• What needs to be done: Quote every line below exactly and skip any picture.

═════ The input ═════

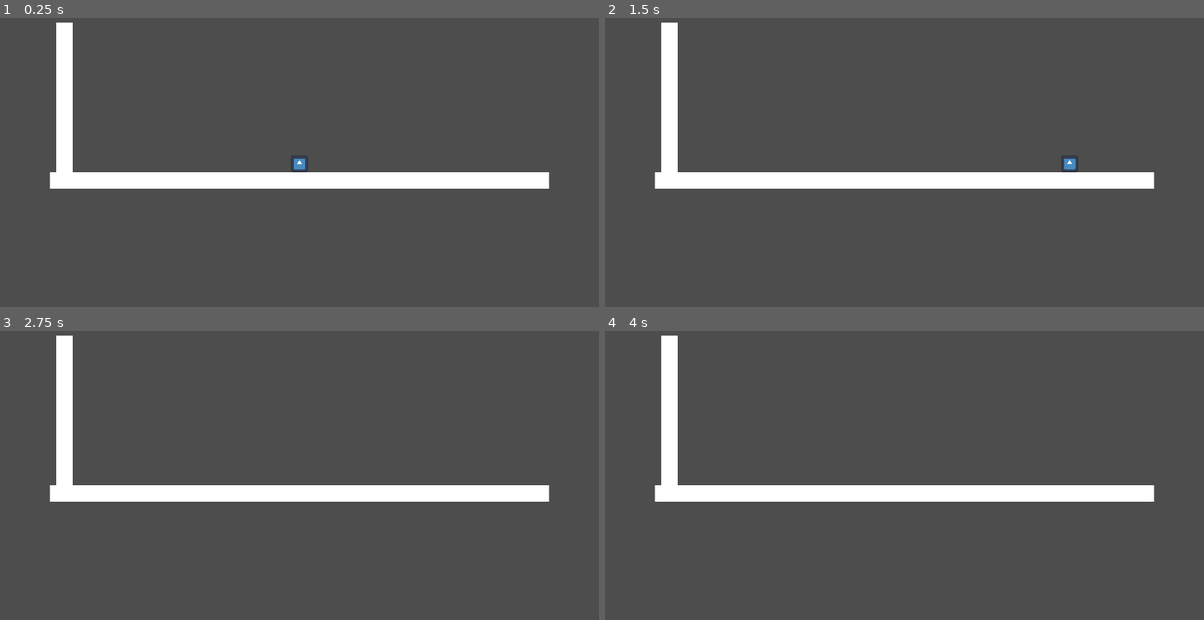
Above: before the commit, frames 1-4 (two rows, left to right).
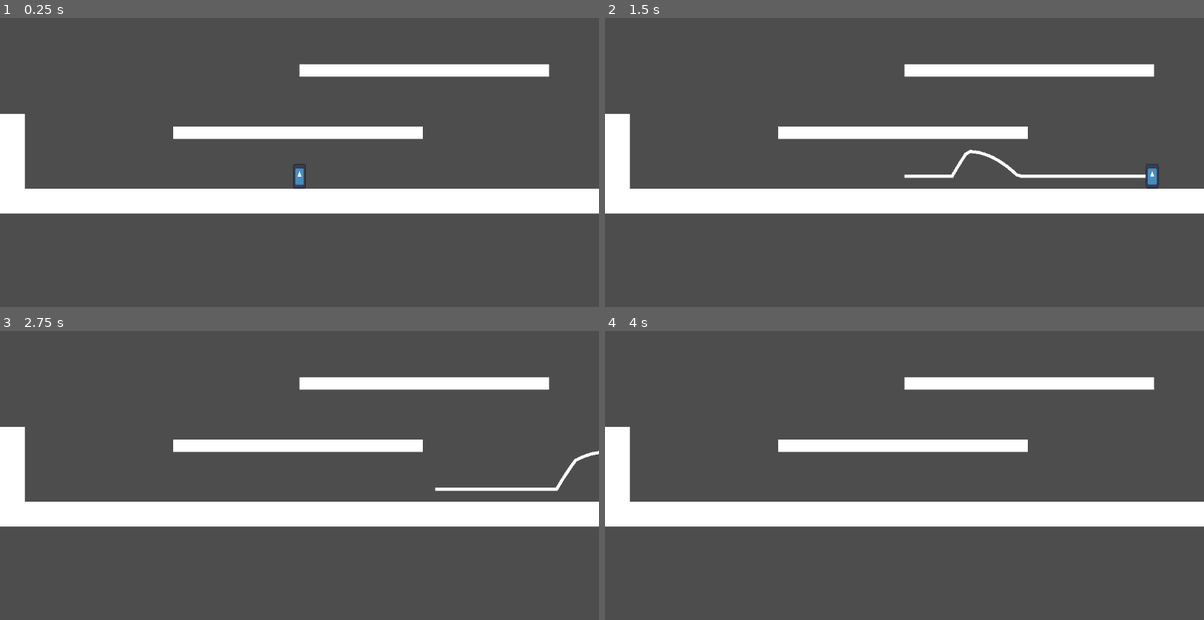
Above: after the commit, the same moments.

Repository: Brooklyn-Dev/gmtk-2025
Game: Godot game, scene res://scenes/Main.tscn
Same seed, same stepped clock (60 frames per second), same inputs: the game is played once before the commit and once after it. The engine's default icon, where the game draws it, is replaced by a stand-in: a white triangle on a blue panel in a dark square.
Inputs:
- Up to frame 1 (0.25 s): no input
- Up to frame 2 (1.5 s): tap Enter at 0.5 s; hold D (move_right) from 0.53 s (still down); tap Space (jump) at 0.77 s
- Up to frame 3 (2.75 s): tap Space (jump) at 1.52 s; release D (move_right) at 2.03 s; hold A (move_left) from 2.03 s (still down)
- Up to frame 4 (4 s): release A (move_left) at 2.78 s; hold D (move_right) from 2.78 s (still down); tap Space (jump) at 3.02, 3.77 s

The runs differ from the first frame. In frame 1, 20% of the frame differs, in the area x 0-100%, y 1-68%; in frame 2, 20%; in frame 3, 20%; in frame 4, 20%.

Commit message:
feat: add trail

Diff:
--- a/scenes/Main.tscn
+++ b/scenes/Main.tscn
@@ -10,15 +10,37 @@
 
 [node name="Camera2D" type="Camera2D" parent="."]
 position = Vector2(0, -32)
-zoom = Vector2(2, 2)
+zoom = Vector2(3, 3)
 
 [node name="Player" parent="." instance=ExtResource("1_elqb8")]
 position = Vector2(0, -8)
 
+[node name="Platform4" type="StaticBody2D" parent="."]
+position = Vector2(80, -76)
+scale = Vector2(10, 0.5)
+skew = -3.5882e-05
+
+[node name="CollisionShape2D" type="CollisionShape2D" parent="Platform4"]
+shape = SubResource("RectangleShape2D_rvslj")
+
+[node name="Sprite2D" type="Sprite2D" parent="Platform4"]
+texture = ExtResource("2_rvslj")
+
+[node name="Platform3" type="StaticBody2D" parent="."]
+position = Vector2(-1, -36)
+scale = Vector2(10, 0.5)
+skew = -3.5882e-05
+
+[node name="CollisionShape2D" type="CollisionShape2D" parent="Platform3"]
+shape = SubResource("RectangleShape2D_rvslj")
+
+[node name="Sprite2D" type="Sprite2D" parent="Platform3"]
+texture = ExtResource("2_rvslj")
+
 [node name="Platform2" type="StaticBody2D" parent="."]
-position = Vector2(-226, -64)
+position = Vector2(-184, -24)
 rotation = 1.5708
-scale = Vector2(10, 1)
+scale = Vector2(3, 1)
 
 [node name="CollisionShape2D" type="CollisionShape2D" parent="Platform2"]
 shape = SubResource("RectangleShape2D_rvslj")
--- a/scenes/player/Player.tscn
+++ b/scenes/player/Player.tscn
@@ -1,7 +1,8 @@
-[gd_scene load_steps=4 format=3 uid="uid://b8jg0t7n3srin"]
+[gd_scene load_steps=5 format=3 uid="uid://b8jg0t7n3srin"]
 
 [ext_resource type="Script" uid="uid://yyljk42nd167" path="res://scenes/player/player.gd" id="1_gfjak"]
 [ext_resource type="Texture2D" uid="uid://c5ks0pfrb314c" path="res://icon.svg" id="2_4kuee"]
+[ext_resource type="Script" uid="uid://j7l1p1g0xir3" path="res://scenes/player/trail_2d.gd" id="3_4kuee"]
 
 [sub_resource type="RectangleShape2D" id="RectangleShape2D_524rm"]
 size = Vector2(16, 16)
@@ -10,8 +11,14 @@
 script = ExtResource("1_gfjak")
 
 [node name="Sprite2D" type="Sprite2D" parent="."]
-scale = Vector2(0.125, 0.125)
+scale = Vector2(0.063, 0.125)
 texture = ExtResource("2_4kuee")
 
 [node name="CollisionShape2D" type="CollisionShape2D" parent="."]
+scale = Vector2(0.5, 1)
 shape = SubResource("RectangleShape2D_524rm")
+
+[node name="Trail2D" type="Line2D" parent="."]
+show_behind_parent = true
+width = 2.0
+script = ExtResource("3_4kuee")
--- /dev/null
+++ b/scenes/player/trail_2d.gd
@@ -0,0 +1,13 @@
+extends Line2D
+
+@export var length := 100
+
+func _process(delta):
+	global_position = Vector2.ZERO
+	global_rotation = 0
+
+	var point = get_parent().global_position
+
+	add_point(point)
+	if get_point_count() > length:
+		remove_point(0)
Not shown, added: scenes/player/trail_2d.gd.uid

═════

• Problem solution:
Above: before the commit, frames 1-4 (two rows, left to right).
Above: after the commit, the same moments.

Repository: Brooklyn-Dev/gmtk-2025
Game: Godot game, scene res://scenes/Main.tscn
Same seed, same stepped clock (60 frames per second), same inputs: the game is played once before the commit and once after it. The engine's default icon, where the game draws it, is replaced by a stand-in: a white triangle on a blue panel in a dark square.
Inputs:
- Up to frame 1 (0.25 s): no input
- Up to frame 2 (1.5 s): tap Enter at 0.5 s; hold D (move_right) from 0.53 s (still down); tap Space (jump) at 0.77 s
- Up to frame 3 (2.75 s): tap Space (jump) at 1.52 s; release D (move_right) at 2.03 s; hold A (move_left) from 2.03 s (still down)
- Up to frame 4 (4 s): release A (move_left) at 2.78 s; hold D (move_right) from 2.78 s (still down); tap Space (jump) at 3.02, 3.77 s

The runs differ from the first frame. In frame 1, 20% of the frame differs, in the area x 0-100%, y 1-68%; in frame 2, 20%; in frame 3, 20%; in frame 4, 20%.

Commit message:
feat: add trail

Diff:
--- a/scenes/Main.tscn
+++ b/scenes/Main.tscn
@@ -10,15 +10,37 @@
 
 [node name="Camera2D" type="Camera2D" parent="."]
 position = Vector2(0, -32)
-zoom = Vector2(2, 2)
+zoom = Vector2(3, 3)
 
 [node name="Player" parent="." instance=ExtResource("1_elqb8")]
 position = Vector2(0, -8)
 
+[node name="Platform4" type="StaticBody2D" parent="."]
+position = Vector2(80, -76)
+scale = Vector2(10, 0.5)
+skew = -3.5882e-05
+
+[node name="CollisionShape2D" type="CollisionShape2D" parent="Platform4"]
+shape = SubResource("RectangleShape2D_rvslj")
+
+[node name="Sprite2D" type="Sprite2D" parent="Platform4"]
+texture = ExtResource("2_rvslj")
+
+[node name="Platform3" type="StaticBody2D" parent="."]
+position = Vector2(-1, -36)
+scale = Vector2(10, 0.5)
+skew = -3.5882e-05
+
+[node name="CollisionShape2D" type="CollisionShape2D" parent="Platform3"]
+shape = SubResource("RectangleShape2D_rvslj")
+
+[node name="Sprite2D" type="Sprite2D" parent="Platform3"]
+texture = ExtResource("2_rvslj")
+
 [node name="Platform2" type="StaticBody2D" parent="."]
-position = Vector2(-226, -64)
+position = Vector2(-184, -24)
 rotation = 1.5708
-scale = Vector2(10, 1)
+scale = Vector2(3, 1)
 
 [node name="CollisionShape2D" type="CollisionShape2D" parent="Platform2"]
 shape = SubResource("RectangleShape2D_rvslj")
--- a/scenes/player/Player.tscn
+++ b/scenes/player/Player.tscn
@@ -1,7 +1,8 @@
-[gd_scene load_steps=4 format=3 uid="uid://b8jg0t7n3srin"]
+[gd_scene load_steps=5 format=3 uid="uid://b8jg0t7n3srin"]
 
 [ext_resource type="Script" uid="uid://yyljk42nd167" path="res://scenes/player/player.gd" id="1_gfjak"]
 [ext_resource type="Texture2D" uid="uid://c5ks0pfrb314c" path="res://icon.svg" id="2_4kuee"]
+[ext_resource type="Script" uid="uid://j7l1p1g0xir3" path="res://scenes/player/trail_2d.gd" id="3_4kuee"]
 
 [sub_resource type="RectangleShape2D" id="RectangleShape2D_524rm"]
 size = Vector2(16, 16)
@@ -10,8 +11,14 @@
 script = ExtResource("1_gfjak")
 
 [node name="Sprite2D" type="Sprite2D" parent="."]
-scale = Vector2(0.125, 0.125)
+scale = Vector2(0.063, 0.125)
 texture = ExtResource("2_4kuee")
 
 [node name="CollisionShape2D" type="CollisionShape2D" parent="."]
+scale = Vector2(0.5, 1)
 shape = SubResource("RectangleShape2D_524rm")
+
+[node name="Trail2D" type="Line2D" parent="."]
+show_behind_parent = true
+width = 2.0
+script = ExtResource("3_4kuee")
--- /dev/null
+++ b/scenes/player/trail_2d.gd
@@ -0,0 +1,13 @@
+extends Line2D
+
+@export var length := 100
+
+func _process(delta):
+	global_position = Vector2.ZERO
+	global_rotation = 0
+
+	var point = get_parent().global_position
+
+	add_point(point)
+	if get_point_count() > length:
+		remove_point(0)
Not shown, added: scenes/player/trail_2d.gd.uid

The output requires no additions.